Selecting by class and id
For class and id matches, CSS is shorter and reads the way you think. XPath needs the longer attribute-predicate form:
| Target | CSS | XPath |
|---|---|---|
| Class | div.quote | //div[@class="quote"] |
| Id | #promo | //*[@id="promo"] |
| Descendant | div.quote span.text | //div[@class="quote"]//span[@class="text"] |
| Direct child | ul > li | //ul/li |
| Attribute | a[href] | //a[@href] |
One catch with XPath: @class="quote" matches only when the class attribute is exactly quote. If an element has class="quote featured", that test fails. CSS .quote matches either way, which is another reason I default to CSS.
Selecting by text: where XPath wins
XPath can match an element by what it says, and CSS cannot. This is the capability that earns XPath a place in every scraper. To find the “Next” pagination link by its text:
# XPath: match the link by its visible text
next_link = doc.xpath('//a[contains(text(), "Next")]/@href')
print(next_link)
['/page/2/']
contains(text(), "Next") finds the anchor whose text includes “Next” and /@href reads its link. There is no CSS selector that does this. When a page gives you nothing stable to grab except the words on a button, XPath is the way through.
Walking up the tree
XPath can step from a matched element back to its parent or an ancestor, which CSS can’t do. If you find a price and need the product container around it:
# from a price node, climb to the enclosing quote box
container = doc.xpath('//span[@class="text"]/parent::div[@class="quote"]')
print(len(container), "containers reached via parent axis")
10 containers reached via parent axis
The parent:: and ancestor:: axes let you anchor on the one reliable element on a page, then navigate to the messy parts around it. CSS only ever moves downward, so this pattern is XPath-only.
Which should you learn first?
Learn CSS selectors first, because they cover most of what you’ll scrape and you may already know them from styling pages. Add XPath the first time a job needs text matching, a parent hop, or a condition CSS can’t express. Most of my scrapers use CSS for the easy 90% and a few XPath expressions for the parts that fight back.

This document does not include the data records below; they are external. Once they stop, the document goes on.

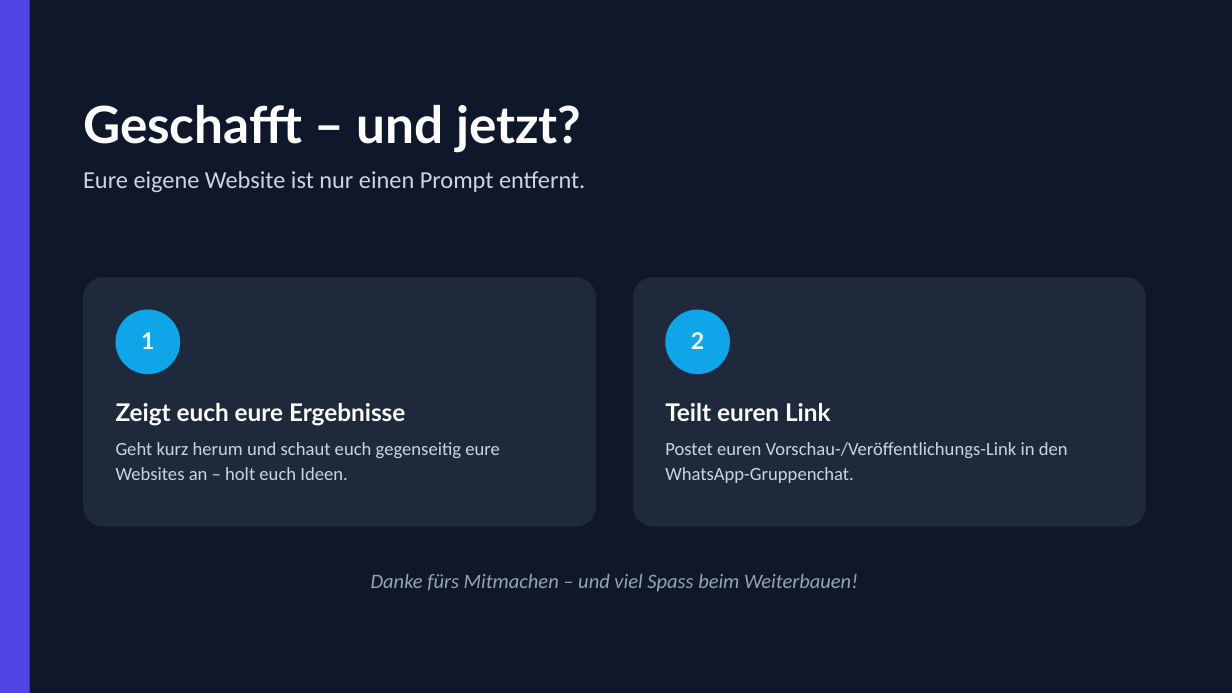
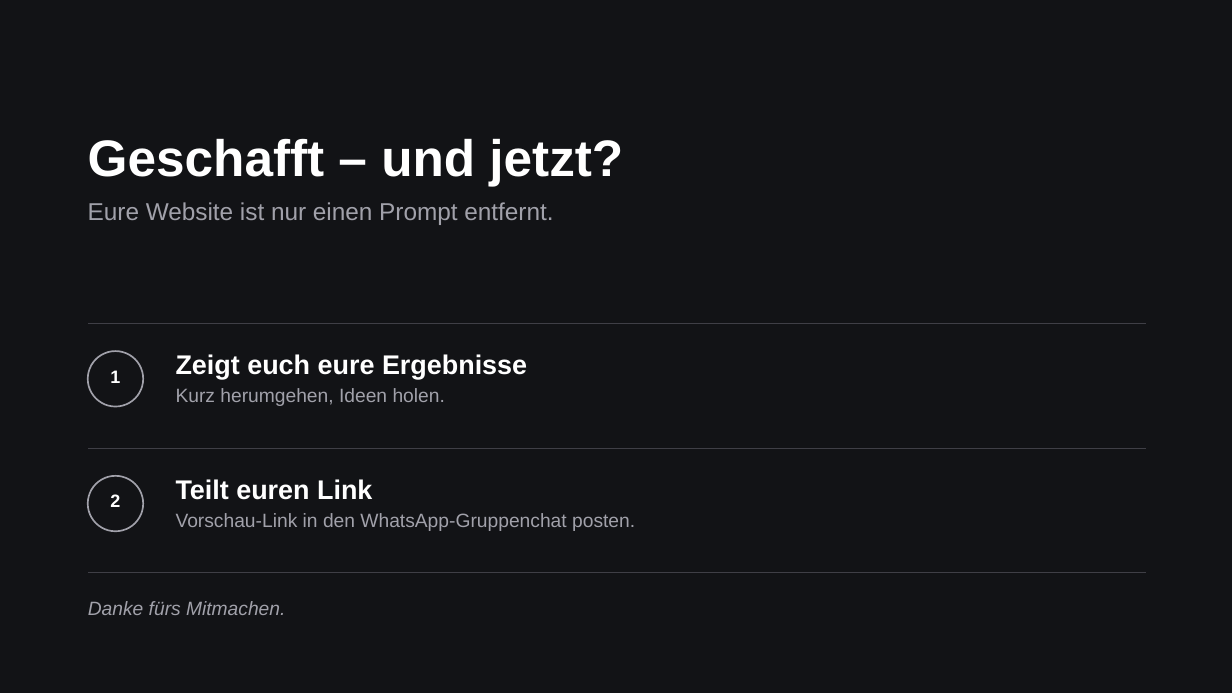
Before and after one commit to criseone/meine-website-ai-studio, a slide deck: slide 10 of unterlagen/slides.pptx. Drawn at 1232x693 pixels with LibreOffice and Linux fonts; fonts in the diff are those of the drawing. Boxes give left, top, right and bottom in pixels: in the first picture for what was removed or moved away, otherwise in the second. Text is boxed around its words. In the diff, an @@ line names an element or a change of style, - is before the commit and + after.

Commit message:
LZ1: zwei Bau-Beispiele (Website + App/Tool)

```diff
--- a/unterlagen/slides.pptx
+++ b/unterlagen/slides.pptx
@@ rectangle at (0, 0, 1232, 693): fill #0F172A to #121316 @@
@@ rectangle removed at (0, 0, 30, 693) @@
@@ text at (88, 138, 623, 186): font Lato to Arial in "Geschafft – und jetzt?" @@
@@ text "Geschafft – und jetzt?": place and size @@
-text "Geschafft – und jetzt?" at (83, 105, 585, 192)
+text "Geschafft – und jetzt?" at (88, 138, 623, 225)
@@ text at (88, 202, 553, 225): text changed; font Calibri to Arial; text colour #CBD5E1 to #A1A1AA @@
-Eure eigene Website ist nur einen Prompt entfernt.
+Eure Website ist nur einen Prompt entfernt.
@@ rounded rectangle removed at (83, 277, 596, 527) @@
@@ rounded rectangle removed at (633, 277, 1146, 527) @@
@@ line added from (88, 323) to (1146, 323), #3F3F46 1 pt @@
@@ ellipse removed at (665, 310, 730, 374) @@
@@ text "1": place and size @@
-text "1" at (141, 332, 154, 349)
+text "1" at (110, 370, 120, 383)
@@ text "1" at (110, 370, 120, 383): size 18 to 14 pt, font Lato to Arial @@
@@ ellipse: place and size @@
-ellipse at (116, 310, 180, 374)
+ellipse at (88, 351, 143, 407)
@@ ellipse at (88, 351, 143, 407): fill #0EA5E9 to none; outline none to #A1A1AA 1.3 pt @@
@@ text added at (176, 354, 527, 406), 15 pt, text #A1A1AA @@
+Zeigt euch eure Ergebnisse
+Kurz herumgehen, Ideen holen.
@@ text removed at (116, 403, 500, 480) @@
-Zeigt euch eure Ergebnisse
-Geht kurz herum und schaut euch gegenseitig eure Websites an – holt euch Ideen.
@@ line added from (88, 448) to (1146, 448), #3F3F46 1 pt @@
@@ text "2" at (110, 494, 120, 507): size 18 to 14 pt, font Lato to Arial @@
@@ text "2": place and size @@
-text "2" at (691, 332, 704, 349)
+text "2" at (110, 494, 120, 507)
@@ ellipse added at (88, 476, 143, 531), outline #A1A1AA 1.3 pt @@
@@ text at (176, 479, 372, 500): size 19 to 21 pt, font Lato to Arial in "Teilt euren Link"; less space between paragraphs @@
@@ text "Teilt euren Link": place and size @@
-text "Teilt euren Link" at (665, 403, 1068, 483)
+text "Teilt euren Link" at (176, 479, 635, 531)
@@ text at (176, 513, 635, 531): text changed; size 14.5 to 15 pt; font Calibri to Arial; text colour #CBD5E1 to #A1A1AA @@
-Postet euren Vorschau-/Veröffentlichungs-Link in den WhatsApp-Gruppenchat.
+Vorschau-Link in den WhatsApp-Gruppenchat posten.
@@ line added from (88, 573) to (1146, 573), #3F3F46 1 pt @@
@@ text at (88, 601, 285, 615): text changed; size 16 to 15 pt; font Calibri to Arial; text colour #94A3B8 to #A1A1AA @@
-Danke fürs Mitmachen – und viel Spass beim Weiterbauen!
+Danke fürs Mitmachen.
```
Also in this commit, not shown: 9 other slides changed, 10 other files.

Once your selectors are solid, the next wall is usually a site that blocks you rather than one with tricky markup. That’s a different problem, covered in the main web scraping guide, and it’s where a scraper API like ChocoData takes over the fetching while your selectors keep doing the parsing.
FAQ
In practice the speed difference is negligible for scraping. lxml compiles both to fast C-level lookups. Choose on readability and capability, not speed: CSS for simple class and id matches, XPath when you need text matching or axis navigation.
Standard CSS selectors cannot match an element by its text content. XPath can, with contains(text(), '...') or matching the normalized string. This is the single most common reason scrapers reach for XPath.
For XPath, yes, lxml is the standard choice and supports the full XPath 1.0 syntax. BeautifulSoup on its own does not support XPath; it uses its own search methods and CSS selectors. Many scrapers parse with lxml when they want XPath.